TASK PROMPT:
Could the records below please be retyped exactly, with their pictures left out?

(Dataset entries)
+ + + +
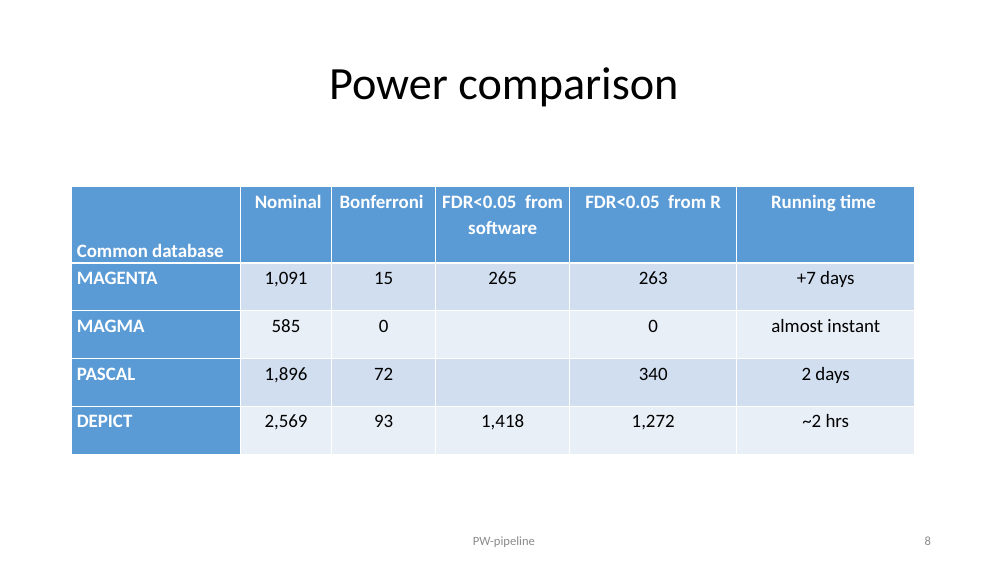
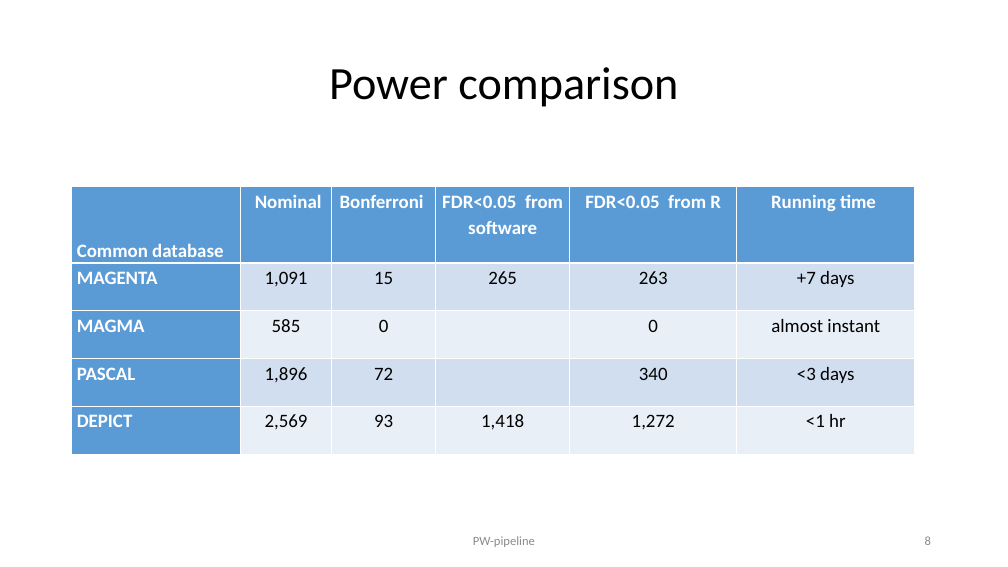
Before and after one commit to jinghuazhao/PW-pipeline, a slide deck: slide 8 of README.pptx. Drawn at 1008x567 pixels with LibreOffice and Linux fonts; fonts in the diff are those of the drawing. Boxes give left, top, right and bottom in pixels: in the first picture for what was removed or moved away, otherwise in the second. Text is boxed around its words. In the diff, an @@ line names an element or a change of style, - is before the commit and + after.

Commit message:
README

```diff
--- a/README.pptx
+++ b/README.pptx
@@ table at <box>71,187,915,454</box> @@
-row 4, column 6: 2 days
+row 4, column 6: <3 days
-row 5, column 6: ~2 hrs
+row 5, column 6: <1 hr
```
+ + + +
TASK RESULT:
Before and after one commit to jinghuazhao/PW-pipeline, a slide deck: slide 8 of README.pptx. Drawn at 1008x567 pixels with LibreOffice and Linux fonts; fonts in the diff are those of the drawing. Boxes give left, top, right and bottom in pixels: in the first picture for what was removed or moved away, otherwise in the second. Text is boxed around its words. In the diff, an @@ line names an element or a change of style, - is before the commit and + after.

Commit message:
README

```diff
--- a/README.pptx
+++ b/README.pptx
@@ table at <box>71,187,915,454</box> @@
-row 4, column 6: 2 days
+row 4, column 6: <3 days
-row 5, column 6: ~2 hrs
+row 5, column 6: <1 hr
```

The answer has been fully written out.